# Other Aquarium Forums > Freshwater Fauna >  What is the growth rate of neon tetras?

## situkwokhan

Hi all,

Just wondering what is the growth rate of neons  :Smile: 

you see my neon are pretty small and 1 angel fish like to prey on them and indeed one got caught and eaten

you can look here http://www.facebook.com/album.php?ai...2&l=1468df9d49 the last photo. I use a net to chase it so it spit out the neon...
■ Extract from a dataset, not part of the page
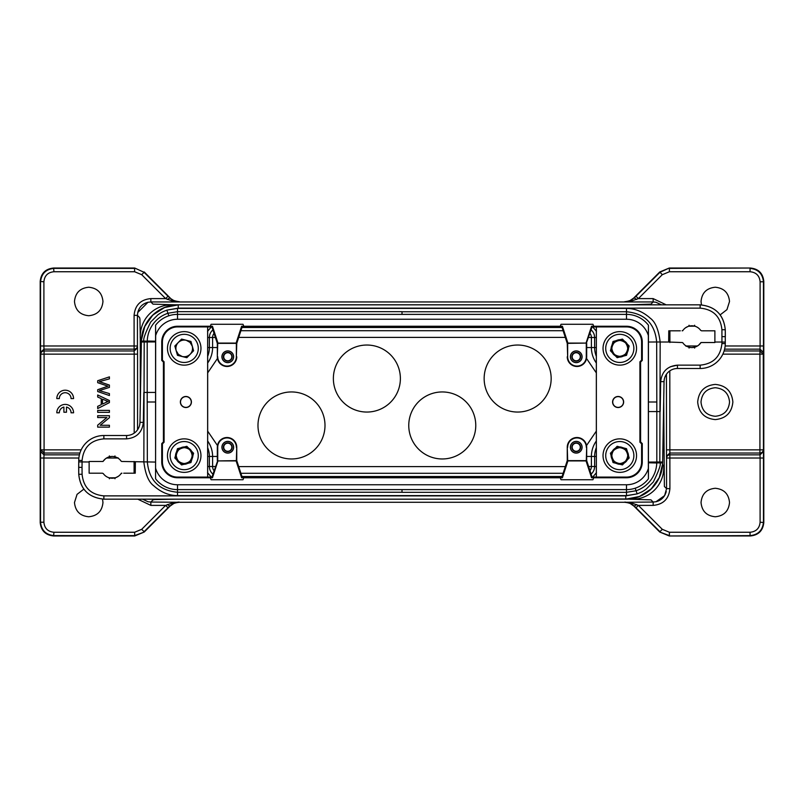 <?xml version="1.0" encoding="UTF-8"?>
<svg xmlns="http://www.w3.org/2000/svg" width="804" height="804" viewBox="0 0 804 804"><rect width="100%" height="100%" fill="white"/><g stroke="black" fill="none" stroke-linecap="round" stroke-linejoin="round"><path stroke-width="1.21" d="M56.813 398.583L59.325 398.583A5.859 5.859 0 0 1 65.184 392.724A5.859 5.859 0 0 1 71.053 398.583L73.566 398.583A8.372 8.372 0 0 0 65.184 390.201A8.372 8.372 0 0 0 56.813 398.583M56.813 412.794L59.325 412.794A5.859 5.859 0 0 1 63.898 407.065L63.898 412.231L66.471 412.231L66.471 407.065A5.859 5.859 0 0 1 71.053 412.794L73.566 412.794A8.372 8.372 0 0 0 65.184 404.412A8.372 8.372 0 0 0 56.813 412.794M109.414 376.875L97.686 380.724L97.686 382.684L107.997 386.181L97.686 389.699L97.686 391.548L109.414 395.528L109.414 393.598L99.324 390.603L109.414 387.387L109.414 385.076L99.324 381.659L109.414 378.845L109.414 376.875M108.228 384.664L99.384 381.649M108.198 393.226L99.364 390.593M107.997 386.171L97.686 389.699M98.962 383.116L107.957 386.191M106.148 400.844L107.002 401.186M107.967 401.477L102.5 404.08L102.5 399.156L108.178 401.538M109.414 400.543L97.686 394.975L97.686 397.015L101.234 398.603L101.234 404.673L97.686 406.362L97.686 408.553L109.414 402.613L109.414 400.543M109.414 410.412L97.686 410.412L97.686 412.331L109.414 412.331L109.414 410.412M109.414 415.698L97.686 415.698L97.686 417.537L106.902 417.537L97.686 425.165L97.686 427.125L109.414 427.125L109.414 425.286L100.209 425.286L109.414 417.668L109.414 415.698M191.422 402A5.527 5.527 0 0 1 185.895 407.527A5.527 5.527 0 0 1 180.367 402A5.527 5.527 0 0 1 185.895 396.472A5.527 5.527 0 0 1 191.422 402M161.745 461.978L162.418 461.978A15.105 15.105 0 0 0 177.523 477.084L177.523 477.757A15.778 15.778 0 0 1 161.745 461.978L161.745 443.597L163.423 441.919L163.423 362.081L161.745 360.413L161.745 342.032A15.778 15.778 0 0 1 177.523 326.253L210.316 326.253L211.09 324.273L242.999 324.273L243.773 326.263L562.398 326.263L561.895 326.947L567.252 343.368L567.895 343.087L562.398 326.263M177.523 326.253L177.523 326.916L207.643 326.916L207.643 477.084L177.523 477.084M177.523 326.916A15.105 15.105 0 0 0 162.418 342.032L161.745 342.032M161.745 360.413L162.418 360.132L162.418 342.032M162.418 360.132L164.086 361.81L163.423 362.081M162.418 461.978L162.418 443.868L164.086 442.2L164.086 361.81M624.326 448.562C612.256 440.813 605.613 464.22 619.914 463.988C635.572 463.405 624.969 438.793 613.784 449.768C603.131 461.255 628.024 471.164 628.165 455.496C627.582 439.838 602.98 450.441 613.954 461.617C625.442 472.28 635.341 447.376 619.673 447.235C604.015 447.818 614.618 472.43 625.803 461.446C636.456 449.969 611.563 440.059 611.422 455.727C612.005 471.385 636.607 460.782 625.633 449.607M622.427 464.913L629.17 457.978L626.537 448.672L617.16 446.3L610.417 453.235L613.05 462.551L622.427 464.913M613.965 461.607L617.753 463.717C620.829 464.36 623.502 463.596 625.783 461.436C627.884 459.094 628.567 456.401 627.834 453.345L625.623 449.617L621.834 447.506C618.758 446.863 616.085 447.627 613.804 449.788C611.703 452.119 611.02 454.823 611.754 457.878L613.965 461.607M608.115 467.626A16.753 16.753 0 0 1 607.784 443.929A16.753 16.753 0 0 1 631.472 443.597A16.753 16.753 0 0 1 631.803 467.285A16.753 16.753 0 0 1 608.115 467.626A16.753 16.753 0 0 1 607.784 443.929A16.753 16.753 0 0 1 631.472 443.597M612.909 343.609C604.719 355.448 627.984 362.845 628.165 348.504C628.024 332.836 603.131 342.735 613.784 354.222C624.969 365.207 635.572 340.594 619.904 340.012C604.236 340.152 614.145 365.046 625.633 354.393C636.607 343.207 611.995 332.615 611.412 348.273C611.563 363.941 636.456 354.031 625.793 342.544C614.618 331.57 604.015 356.182 619.673 356.765C635.341 356.614 625.442 331.72 613.954 342.383L611.743 346.122C611.02 349.177 611.703 351.871 613.794 354.212C616.075 356.373 618.758 357.127 621.834 356.494L625.612 354.373L627.834 350.655C628.557 347.599 627.874 344.906 625.783 342.564C623.502 340.404 620.829 339.64 617.753 340.283L613.965 342.393C625.442 331.72 635.341 356.614 619.673 356.765C604.015 356.182 614.618 331.57 625.793 342.544C636.456 354.031 611.563 363.941 611.412 348.273C611.995 332.615 636.607 343.207 625.633 354.393C614.145 365.046 604.236 340.152 619.904 340.012C635.572 340.594 624.969 365.207 613.784 354.222C603.131 342.735 628.024 332.836 628.165 348.504C627.984 362.845 604.719 355.448 612.909 343.609C604.719 355.448 627.984 362.845 628.165 348.504C628.024 332.836 603.131 342.735 613.784 354.222C624.969 365.207 635.572 340.594 619.904 340.012C604.236 340.152 614.145 365.046 625.633 354.393C636.607 343.207 611.995 332.615 611.412 348.273C611.563 363.941 636.456 354.031 625.793 342.544C614.618 331.57 604.015 356.182 619.673 356.765C635.341 356.614 625.442 331.72 613.954 342.383M629.17 346.011L622.427 339.077L613.05 341.449L610.417 350.755L617.16 357.69L626.537 355.318L629.17 346.011M631.472 360.393A16.753 16.753 0 0 1 607.784 360.061A16.753 16.753 0 0 1 608.115 336.373A16.753 16.753 0 0 1 631.803 336.705A16.753 16.753 0 0 1 631.472 360.393A16.753 16.753 0 0 1 607.784 360.061A16.753 16.753 0 0 1 608.115 336.373M186.85 357.7L193.593 350.765L190.96 341.459L181.583 339.087L174.84 346.021L177.473 355.328L186.85 357.7M178.387 354.383L182.176 356.494C185.252 357.137 187.925 356.373 190.206 354.222C192.297 351.881 192.99 349.177 192.256 346.122L190.035 342.403L186.257 340.283C183.181 339.65 180.508 340.404 178.227 342.564C176.126 344.906 175.443 347.599 176.166 350.655L178.387 354.383M172.538 360.403A16.753 16.753 0 0 1 172.207 336.715A16.753 16.753 0 0 1 195.895 336.384A16.753 16.753 0 0 1 196.226 360.071A16.753 16.753 0 0 1 172.538 360.403A16.753 16.753 0 0 1 172.207 336.715A16.753 16.753 0 0 1 195.895 336.384M612.588 402A5.527 5.527 0 0 1 618.115 396.472A5.527 5.527 0 0 1 623.643 402A5.527 5.527 0 0 1 618.115 407.527A5.527 5.527 0 0 1 612.588 402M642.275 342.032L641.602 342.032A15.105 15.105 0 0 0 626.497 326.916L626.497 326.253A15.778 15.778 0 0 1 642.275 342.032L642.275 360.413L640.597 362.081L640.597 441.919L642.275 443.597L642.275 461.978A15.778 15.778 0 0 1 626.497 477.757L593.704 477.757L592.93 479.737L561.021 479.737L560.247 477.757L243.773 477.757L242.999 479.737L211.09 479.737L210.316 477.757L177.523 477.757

so was wondering how fast they grow so that they can out grow my angelfish mouth  :Smile: 

Rdgs

----------


## ole

eh... i started keeping neon tetra so been reading stuff about it. based on internet research, their size is only about 2odd cm. i go to aqua star trading and the guy there showed me the LARGE size neon tetra also only less than 3cm. angelfish never seem to get off their tail from most people's sharing...

----------


## situkwokhan

ll after 10 days I am left with 2 neons instead of the starting 50 : ( hai... $10 gone hehe^^

----------


## ole

lol. it happens i guess. i'm hesitating to add sakura shrimps to my tank coz some sources say neon tetra eats them and some say not. sakura costing 5 for $8 at a nearby shop. scared later super heart pain...

----------


## Mr.Oink

My Sakura is living happily with my neon tetras. Just provide them with lots of hiding space. Moss willbe a good plant for them.

----------


## ole

that's what i read too. now waiting java moss to grow more before i decide to try adding the sakura. anyway is crc compatible with neon tetra while having all the moss then? crc seems really small though very pretty. any idea how much moss as hiding space be enough for sakura or crc?

----------


## situkwokhan

haha i just bought yamatos inside^^ the angels are scare of them hehe^^ so now the shrimps help me clear the shit at the btm

----------


## ole

angels scared of yamato? really?

is it coz the yamato running around very actively then spooked the angelfish? initially they really frighten my neon tetra. all gather at the top of the tank don't dare to swim towards the lower water where the yamato are more rampant. after a while they get used liao.

----------


## stormhawk

There is no hard and fast rule on how fast your Neons will grow. Angels have always been known to feed on smaller fishes, when you least expect it. They will kill shrimps and basically anything that can fit in their mouths.. don't be fooled by the size of the mouth at first glance. It is extendable and they literally just suck the food in. You do not want to keep Angels with small tetras like Neons.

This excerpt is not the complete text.